"Aku merindukanmu, sayang..."
Aku tersenyum tenang memandang Samahita yang mendayukan nada manja. Aku menarik dagunya. Seperti yang sebelumnya telah terjadi, kedua belah bibir antara milikku dan Samahita bertempur dengan sengit. Meliuk-liukkan lidah sembari kedua tangan kami saling memanjakan tubuh lawan.
Kami berakhir dengan pakaian yang tersampir di bebatuan, memberikan kepuasan satu sama lain. Meneriakkan nama lawannya dengan garang. Bahkan bunyi kecipak air ikut meramaikan setubuhanku dengan sati-satunya wanita yang kucintai dari kecil selain mendiang ibundaku.
------
Aku menghampiri Samahita di dalam sebuah ruangan yang selalu kami gunakan untuk sekedar berbincang atau melakukan cumbuan manis di sudut istana milik ayahandanya.

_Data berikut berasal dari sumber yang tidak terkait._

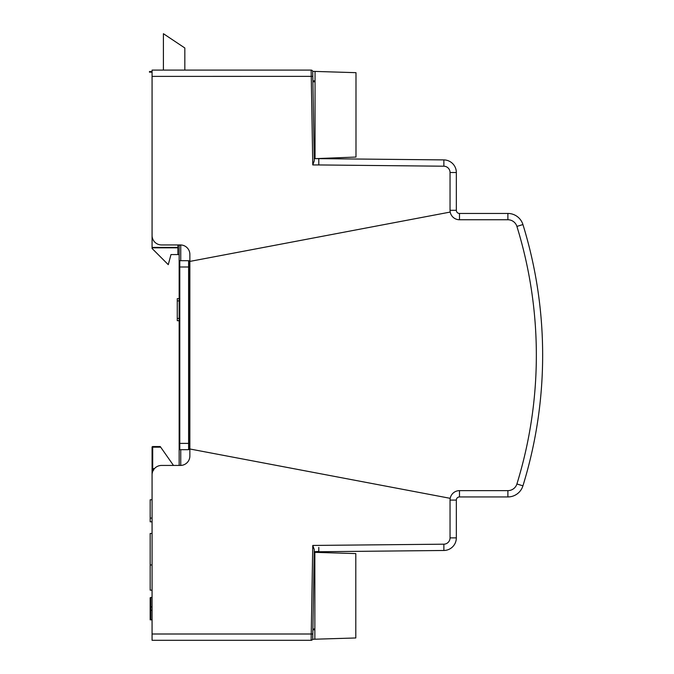 <?xml version="1.0" encoding="UTF-8"?>
<svg xmlns="http://www.w3.org/2000/svg" width="674" height="674" viewBox="0 0 674 674"><rect width="100%" height="100%" fill="white"/><g stroke="black" fill="none" stroke-linecap="round" stroke-linejoin="round"><path stroke-width="1.01" d="M152.071 72.169L149.476 72.169L149.476 71.537L152.071 71.537M355.965 72.674L313.941 71.385L355.99 72.674L355.99 157.05L315.525 158.643M312.694 71.385L313.941 71.385L312.694 71.393A1.575 1.575 0 0 0 311.144 70.096L152.071 70.096L152.071 235.504A9.453 9.453 0 0 0 161.516 244.948L180.413 244.948A9.453 9.453 0 0 1 189.866 254.401L189.866 448.985L450.207 498.33A9.453 9.453 0 0 1 459.491 490.638L507.884 490.638A9.453 9.453 0 0 0 516.907 483.983A436.331 436.331 90 0 0 516.907 226.413A9.453 9.453 0 0 0 507.884 219.749L459.491 219.749A9.453 9.453 0 0 1 450.207 212.066A9.453 9.453 0 0 0 459.491 219.749L459.491 213.456L507.884 213.456A15.746 15.746 0 0 1 521.322 220.996L521.373 221.08A15.746 15.746 0 0 1 522.047 222.31M315.019 81.79L315.019 80.846M312.896 81.773L315.019 81.773M355.796 553.59L355.796 637.966L314.851 639.213L314.851 552.343L355.796 553.59M314.227 552.326L315.525 551.745M189.866 448.985L189.866 455.995A9.453 9.453 0 0 1 180.413 465.439L161.516 465.439A9.453 9.453 0 0 0 152.071 474.892L152.071 640.3L311.144 640.3A1.575 1.575 0 0 0 312.635 639.247L314.851 639.213M312.879 629.802L312.888 629.128L312.879 629.802L314.851 629.802M314.851 628.85L312.888 629.128M152.071 474.892L152.071 499.763L150.176 499.763L150.176 521.811L152.071 521.811L152.071 533.463L150.176 533.463L150.176 590.163L152.071 590.163M152.071 640.3L311.144 640.3L311.228 633.998L312.803 634.032L312.719 638.75A1.575 1.575 0 0 1 311.144 640.3M152.071 633.998L311.228 633.998L312.778 545.443L314.278 549.613L312.803 634.032M189.866 261.411L450.207 212.066A9.453 9.453 0 0 1 450.047 210.305L450.047 172.502A6.302 6.302 41.5 0 0 443.871 166.208L318.794 164.945L318.785 158.643L443.871 159.907L443.871 166.208M312.803 76.364L314.278 160.783L312.778 164.945L311.144 70.096A1.575 1.575 0 0 1 312.719 71.638L312.803 76.364L152.071 76.389M314.236 158.643L318.785 158.643L314.236 158.643L314.278 160.783M312.888 81.259L312.896 81.79L315.044 81.79M318.794 163.799L318.794 159.536M311.91 640.106L311.91 640.106A1.575 1.575 0 0 1 311.194 640.3M314.278 549.613L314.236 551.745L318.794 551.416M318.794 547.398L318.785 551.745L314.236 551.745M507.884 219.749L507.884 213.456A15.746 15.746 0 0 1 522.931 224.552A442.624 442.624 -90 0 1 522.931 485.836A15.746 15.746 0 0 1 507.884 496.94L459.491 496.94A3.151 3.151 0 0 0 456.34 500.091L456.34 537.886A12.595 12.595 0 0 1 443.871 550.481L318.785 551.745M443.871 159.907A12.595 12.595 0 0 1 456.34 172.502L456.34 210.305A3.151 3.151 0 0 0 459.491 213.456M507.884 490.638L507.884 496.94A15.746 15.746 0 0 0 521.322 489.391L521.381 489.299M521.322 489.391L521.356 489.341A15.746 15.746 0 0 0 522.047 488.077M179.158 456.618L179.158 443.391L179.79 443.391L179.79 449.693L188.61 449.693A0.632 0.632 0 0 0 189.234 449.061L189.234 261.335A0.632 0.632 90 0 0 188.61 260.703L179.79 260.703A0.632 0.632 0 0 0 179.158 261.335L179.158 465.439M152.071 82.43L152.071 248.462L168.264 264.663L170.969 254.578L179.158 254.578L179.158 266.997L179.79 266.997L179.79 443.391L188.61 443.391L188.61 266.997L179.79 266.997L179.79 260.703A0.632 0.632 0 0 0 179.158 261.335L179.158 244.948L180.75 245.378L180.75 260.703M189.234 266.997L188.61 266.997L188.61 260.703A0.632 0.632 0 0 1 189.032 260.863A0.632 0.632 0 0 0 188.61 260.703A0.632 0.632 0 0 1 189.234 261.335L189.234 266.997L189.234 261.335M179.158 449.061A0.632 0.632 0 0 0 179.79 449.693A0.632 0.632 0 0 1 179.158 449.061M152.981 469.062L153.655 470.166L152.981 469.062M173.488 465.439L160.252 446.542L152.695 446.542A0.632 0.632 0 0 0 152.071 447.174L152.071 627.957L152.071 469.222L153.655 470.166L152.071 469.222L152.307 468.725M184.828 70.096L184.828 47.98L163.411 33.7L163.411 70.096M177.894 254.578L177.894 244.948M189.234 443.391L188.61 443.391L188.61 449.693A0.632 0.632 0 0 0 189.032 449.524A0.632 0.632 0 0 1 188.61 449.693A0.632 0.632 0 0 0 189.234 449.061M152.358 468.691L154.472 468.59L152.695 468.59L152.071 469.222L152.695 468.59L152.695 447.174L160.698 447.174M152.071 564.964L150.176 564.964M152.071 619.743L150.808 619.743L150.808 597.45L152.071 597.45M152.071 606.903L150.808 606.903M152.071 610.299L150.808 610.299M150.808 597.72L150.176 597.72L150.176 619.853L152.071 619.853M150.808 602.152L150.176 602.152M150.808 605.833L150.176 605.833M152.071 518.079L150.176 518.079M150.808 615.547L150.176 615.547M150.808 619.482L150.176 619.482M179.158 300.907L177.27 300.907L177.27 298.658L179.158 298.658M177.27 300.907L177.27 320.706L179.158 320.706M179.158 318.457L177.27 318.457M314.236 158.323L315.044 158.297L315.044 71.427M315.044 80.846L312.879 80.846M456.34 500.091L450.047 500.091L450.047 537.886A6.302 6.302 118.9 0 1 443.871 544.188L312.778 545.443M450.047 500.091A9.453 9.453 -84.6 0 1 450.207 498.33M312.778 164.945L318.794 164.945M443.871 544.188L443.871 550.481M456.34 537.886L450.047 537.886M459.491 496.94L459.491 490.638M456.34 210.305L450.047 210.305M522.931 224.552L516.907 226.413M522.931 485.836L516.907 483.983M456.34 172.502L450.047 172.502M180.75 465.431L180.75 449.693M152.257 468.775A0.632 0.632 92.2 0 1 152.695 468.59L154.472 468.59M152.071 238.823L152.669 238.823M152.071 247.4L177.894 247.4M152.071 447.174L152.695 447.174L152.695 446.542M152.071 247.838L177.894 247.838M152.071 469.222L152.695 468.59"/></g></svg>

Aku menghentikan langkahku ketika melihat penampilannya yang cukup kuyu. Senyuman yang sedari tadi kutampung dan siap kupersembahkan padanya-pun menguap. Aku bertanya padanya apakah ia baik-baik saja, namun ia menjawab dengan senyuman dan berkata bahwa ia baik baik saja.
"Kenapa tiba-tiba?"
Aku tersenyum kepadanya. Kupeluk badannya yang terasa mungil dalam dekapanku.
"Kenapa? Bukankah kau menyukai kejutan?"
Samahita meremat bahuku dan merangkul leherku. Kemudian ia tenggerkan bibirnya yang basah menjelajahi leherku.